2 年目に肝臓転移─ 9 年目に腹部リンパ節転移
・しかし、2 年目に肝臓に転移しました。この時は、人目を気にすることなど考えられなくて、診察室で声を出してわんわん泣いてしまいました。
・また、抗がん剤治療の開始です。しかし、今回の薬は、新しく開発され保険適用になったばかりの分子標的治療(ハーセプチン)。髪が抜けない薬ということで画期的、ありがたかったです。しかも、再発したら治療は一生続くと言われていたのに、1 年経つと検査でも確認出来なくなるほど、がんは消えていたのです。先生からも「珍しいケースだけど治ったと思うよ」と言われました。
・しかし、9 年目の検査で腹部のリンパ節への転移が発覚。また治療開始です。今、4 週間に1 度のサイクルで、9 年が経ちました。今回の治療は生きている間は続くと思います。

10 年生存50%と言われたのに20 年経った
・告知当初10 年生きる確率は50%と言われつつ今20 年が経ちました。リンパ節を取り除いたら浮腫も出るかもと言われましたが、浮腫もありません。治療しながら仕事もさせてもらい、孫たち6 人もこの手に抱くことが出来ました。
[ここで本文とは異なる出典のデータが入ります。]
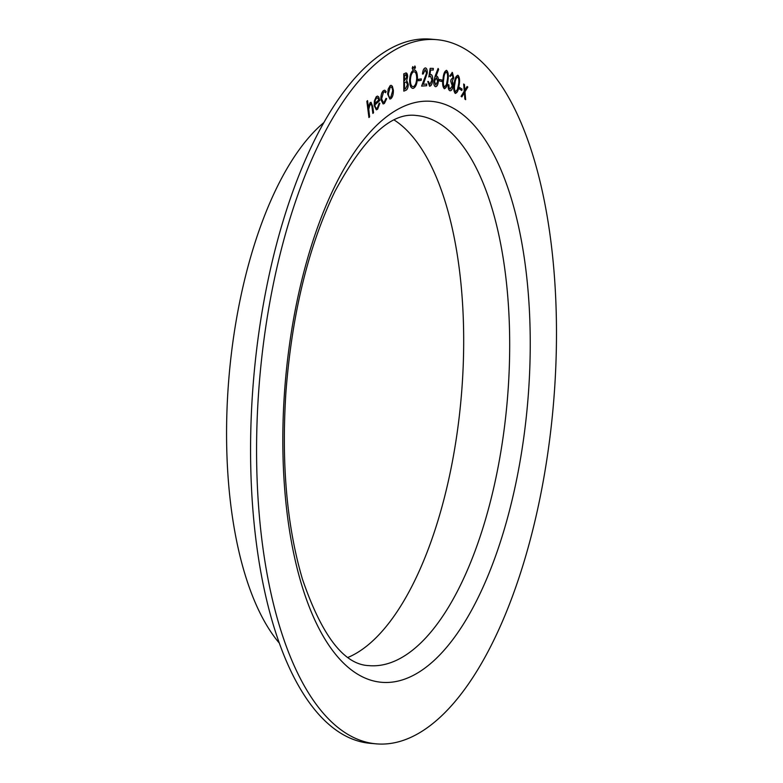 <?xml version="1.0" encoding="UTF-8"?>
<svg xmlns="http://www.w3.org/2000/svg" width="783" height="783" viewBox="0 0 783 783"><rect width="100%" height="100%" fill="white"/><g stroke="black" fill="none" stroke-linecap="round" stroke-linejoin="round"><path stroke-width="1.17" d="M459.278 88.861L459.533 87.461L462.078 89.086L461.823 90.495L459.278 88.861M452.134 74.15L450.391 76.352L449.667 76.049L452.378 72.467L453.768 77.811L452.349 80.972L452.995 86.101C452.329 89.546 451.253 91.073 449.785 90.681C448.502 89.937 447.974 87.921 448.189 84.613L448.884 84.907L449.05 87.569L450.029 89.008L452.271 85.944L450.754 81.275L450.979 79.69L453.034 77.488L451.879 74.101M452.065 72.388L453.768 77.811M448.189 84.642L448.806 84.907L448.982 87.569L450.313 89.086M439.273 80.894L439.429 79.455L442.121 80.062L441.955 81.501L439.273 80.894M430.18 68.317L433.342 68.415L433.214 70.069L430.621 69.99L429.896 74.737L430.777 74.434C432.196 74.777 432.813 76.695 432.637 80.179C432.236 83.967 431.227 85.983 429.622 86.218L427.753 81.491L428.497 81.51L429.789 84.593L431.893 80.081L430.484 76.059L428.849 76.949L430.18 68.317M418.435 80.766L418.494 79.318L421.274 78.877L421.215 80.326L418.435 80.766L421.215 80.326M412.798 66.604L413.355 67.818L412.739 69.354L412.181 68.141L412.895 66.604M403.813 91.131L403.774 73.798L406.201 73.015L407.659 76.48L406.71 80.512L408.286 84.358C408.109 87.667 407.307 89.644 405.868 90.309L403.813 91.131L405.868 90.309M405.251 73.21C406.641 72.427 407.444 73.524 407.659 76.48M383.425 90.632L384.707 90.182L386.117 91.503L385.627 92.717L384.482 91.758L383.504 92.14L381.595 98.873L383.327 102.367L384.277 102.015L386.058 98.335L386.675 98.707L384.355 103.473L383.112 103.943L380.9 99.539C380.773 95.32 381.615 92.355 383.425 90.632M368.93 117.548L366.855 101.33L367.54 100.615L368.382 107.232L370.065 102.749L371.025 102.279L372.786 106.684L373.56 112.713L372.874 113.427L371.749 105.216L370.114 104.286L368.754 109.258L369.615 116.833L368.93 117.548M370.036 104.276L370.848 103.885L370.036 104.276L368.754 109.258M555.94 363.106A353.387 147.429 94.9 0 0 436.797 39.669A353.387 147.429 94.9 0 0 259.643 379.129A353.387 147.429 94.9 0 0 376.261 743.85A353.387 147.429 94.9 0 0 555.94 363.106M377.426 107.868L379.178 103.111L379.833 103.258L377.631 109.228L376.329 109.826L374.186 105.539L374.391 100.89L376.29 96.652L377.553 96.094L378.727 96.955L379.745 100.508L374.9 104.971C375.282 107.77 376.124 108.739 377.426 107.868L376.525 108.25M388.182 89.125L390.179 85.611L391.138 85.318L392.381 86.287L393.379 90.28C393.438 94.381 392.606 97.19 390.874 98.717L389.875 99.03L387.663 94.117L388.182 89.125M413.698 70.049C416.116 69.844 417.368 72.535 417.456 78.124C417.124 83.771 415.744 87.177 413.346 88.322C410.958 88.499 409.715 85.827 409.617 80.316C409.94 74.669 411.3 71.253 413.698 70.049L414.383 69.981M413.63 70.039C416.037 69.834 417.3 72.525 417.388 78.114C417.045 83.761 415.675 87.167 413.277 88.322L412.69 88.391M414.863 66.046L415.421 67.26L414.804 68.796L414.246 67.583L414.97 66.046M414.794 66.046L415.352 67.26L414.696 68.806M425.296 67.935C426.666 68.052 427.322 69.746 427.273 73.015L423.319 84.29L426.735 84.045L426.637 85.729L421.606 86.101L426.549 73.103L425.159 69.609L423.192 73.993L422.487 74.042C422.82 70.411 423.76 68.375 425.296 67.935L425.521 67.935M425.257 69.609L423.192 73.993M435.152 76.059L438.098 68.434L438.607 69.462L435.974 76.352L436.748 76.127C438 76.636 438.529 78.466 438.323 81.618C437.883 84.926 436.953 86.619 435.534 86.698C434.213 86.218 433.645 84.329 433.841 81.05L435.152 76.059M444.323 88.675C442.659 86.962 442.238 83.664 443.061 78.78C443.472 73.759 444.656 70.95 446.613 70.362C448.297 72.065 448.747 75.383 447.945 80.306C447.504 85.337 446.3 88.127 444.323 88.675L444.538 88.724M446.398 70.323L446.535 70.362C448.228 72.065 448.679 75.374 447.876 80.297L447.945 80.306M455.168 93.294C453.611 91.22 453.328 87.804 454.316 83.067C454.903 78.104 456.166 75.54 458.094 75.364C459.68 77.429 459.993 80.855 459.024 85.641C458.398 90.603 457.115 93.157 455.168 93.294L455.559 93.422M457.712 75.237L458.026 75.354C459.611 77.429 459.915 80.845 458.955 85.631L459.024 85.641M464.241 91.18L463.673 84.016L464.446 84.574L464.867 90.153L467.079 86.502L467.843 87.06L465.004 91.738L465.65 99.676L464.877 99.108L464.368 92.766L461.853 96.896L461.089 96.348L464.241 91.18M436.797 39.669L430.797 39.15A353.387 147.429 94.9 0 0 253.643 378.61A353.387 147.429 94.9 0 0 370.261 743.331L376.261 743.85M348.073 657.377A276.086 115.179 94.9 0 0 463.262 364.212A276.086 115.179 94.9 0 0 394.27 120.063M323.986 122.461A282.712 117.939 94.9 0 0 229.028 376.496A282.712 117.939 94.9 0 0 279.237 643.019M367.472 100.674L368.382 107.232M370.985 102.27L372.718 106.674L373.56 112.713M373.491 112.703L372.874 113.349M368.685 109.248L369.615 116.833M369.547 116.833L368.92 117.479M379.178 103.121L379.833 103.258M379.755 103.248L377.631 109.228M377.553 109.219L376.29 109.816M377.514 96.084L378.727 96.955M378.659 96.945L379.745 100.508M379.667 100.498L374.9 104.971M374.832 104.961C375.214 107.76 376.055 108.729 377.347 107.868M377.357 97.728L376.378 98.12L375.135 100.508L374.763 103.562L378.845 99.881L377.396 97.728L376.457 98.12L375.214 100.508L374.832 103.571M384.668 90.182L386.117 91.503M386.048 91.503L385.579 92.648M384.443 91.758L383.504 92.14M383.435 92.13L381.595 98.873M381.517 98.864L383.327 102.367M386.058 98.364L386.675 98.707M386.606 98.707L384.355 103.473M384.287 103.464L383.083 103.943M391.099 85.308L392.381 86.287M392.312 86.287L393.379 90.28M393.311 90.28C393.369 94.371 392.528 97.19 390.795 98.707L390.874 98.717M390.795 98.707L389.836 99.02M388.309 93.666L388.388 93.666C388.652 96.622 389.454 97.787 390.786 97.19L392.665 90.799C392.4 87.843 391.598 86.639 390.257 87.177L390.923 86.972L390.188 87.177L388.309 93.666C388.583 96.612 389.386 97.787 390.717 97.18M390.786 97.19L390.032 97.405M390.188 87.177L388.388 93.666M407.591 76.47L406.71 80.512M406.631 80.502L408.286 84.358M408.207 84.349C408.041 87.657 407.238 89.644 405.79 90.299M406.191 81.99L404.527 82.499L404.537 89.145L405.467 88.773L407.503 84.701L406.279 82M406.201 82L404.459 82.489L404.537 89.145M405.946 74.737L404.439 75.197L404.449 80.747L406.886 76.793L405.379 74.855L404.508 75.197L404.517 80.757M405.3 74.845L405.907 74.737M413.277 88.322L412.661 88.391M410.321 80.101L410.39 80.111C410.458 84.554 411.447 86.737 413.355 86.639C415.313 85.699 416.429 82.929 416.693 78.329C416.625 73.856 415.626 71.664 413.698 71.742L413.62 71.733C411.682 72.741 410.576 75.53 410.321 80.101C410.39 84.554 411.378 86.727 413.287 86.629M412.856 86.688L413.355 86.639M413.62 71.733L413.698 71.742C411.75 72.741 410.644 75.53 410.39 80.111M412.729 66.604L413.355 67.818M413.277 67.818L412.602 69.354M421.195 78.887L421.137 80.316M423.123 73.993L422.487 74.033M425.218 67.925C426.598 68.043 427.254 69.736 427.205 73.005L427.273 73.015M427.205 73.005L423.319 84.29M426.657 84.045L426.637 85.729M426.559 85.729L421.616 86.091M433.273 68.415L433.214 70.069M433.146 70.069L430.621 69.99M430.542 69.99L429.896 74.737M430.709 74.424C432.128 74.777 432.745 76.685 432.568 80.169L432.637 80.179M432.568 80.169C432.157 83.957 431.159 85.973 429.554 86.208M428.428 81.51L429.789 84.593M430.415 76.049L428.771 76.94M438.069 68.513L438.607 69.462M438.539 69.452L435.974 76.352M436.669 76.117C437.932 76.636 438.451 78.466 438.245 81.608L438.323 81.618M438.245 81.608C437.814 84.916 436.885 86.61 435.465 86.698M436.425 77.644L434.477 81.109L435.73 85.004L437.609 81.53L436.425 77.644L434.545 81.119L435.73 85.004M439.429 79.465L442.121 80.062M442.043 80.052L441.886 81.481M447.876 80.297C447.436 85.327 446.222 88.117 444.255 88.675M446.359 72.026C444.842 72.721 443.941 75.051 443.667 79.014C442.972 82.851 443.237 85.543 444.47 87.099L446.447 84.525L447.269 80.13C447.925 76.303 447.651 73.602 446.427 72.036L446.281 72.007M446.427 72.036C444.91 72.731 444.01 75.06 443.736 79.024C443.041 82.851 443.315 85.553 444.548 87.109L444.47 87.099M452.065 74.15L450.323 76.343M453.7 77.811L452.349 80.972M452.28 80.962L452.975 82.812M452.897 82.812L452.995 86.101M452.917 86.091C452.251 89.536 451.184 91.063 449.706 90.671M458.955 85.631C458.329 90.593 457.037 93.148 455.089 93.285M457.781 76.998C456.274 77.38 455.315 79.533 454.894 83.458C454.062 87.158 454.228 89.928 455.373 91.758L455.667 91.836M457.566 76.92L457.849 76.998C456.352 77.38 455.383 79.533 454.962 83.458C454.14 87.167 454.297 89.928 455.442 91.758L455.628 91.836M455.373 91.758L457.399 89.565L458.368 85.318C459.161 81.618 458.985 78.838 457.849 76.998M459.523 87.49L462.078 89.086M461.999 89.086L461.755 90.456M463.683 84.065L464.446 84.574M464.368 84.574L464.867 90.153M467.06 86.531L467.843 87.06M467.774 87.05L465.004 91.738M464.926 91.728L465.572 99.617M461.804 96.867L464.368 92.766M529.797 368.118A291.55 121.629 94.9 0 0 354.092 152.695A291.55 121.629 94.9 0 0 335.692 654.461A291.55 121.629 94.9 0 0 529.797 368.118M509.263 368.167A276.086 115.179 94.9 0 0 416.174 115.483C391.138 112.145 364.056 137.465 334.918 191.434C308.296 246.821 291.961 313.768 285.912 392.293C281.312 463.859 286.842 526.196 302.492 579.322C321.95 635.923 344.08 664.689 368.881 665.628A276.086 115.179 94.9 0 0 509.263 368.167"/></g></svg>

・自分の体験がお役に立てるのであれば、と【あけぼの岡山】では 再発患者さんのための語らいの場「ひだまりカフェ」のリーダーをお引き受けして10 数年、開催回数も30 回を超えました。

亡き同士たちを忘れずに前を向いて生きていく
・20 年の間には、思い半ばにして、子どもさんやご家族を残して亡くなっていかれた若い患者さんとの悲しい別れも何度も経験しました。
・これからも、これまで共に闘った彼女たちのことを決して忘れず、頑張り過ぎず、前を向いて生きていきたいと思っています。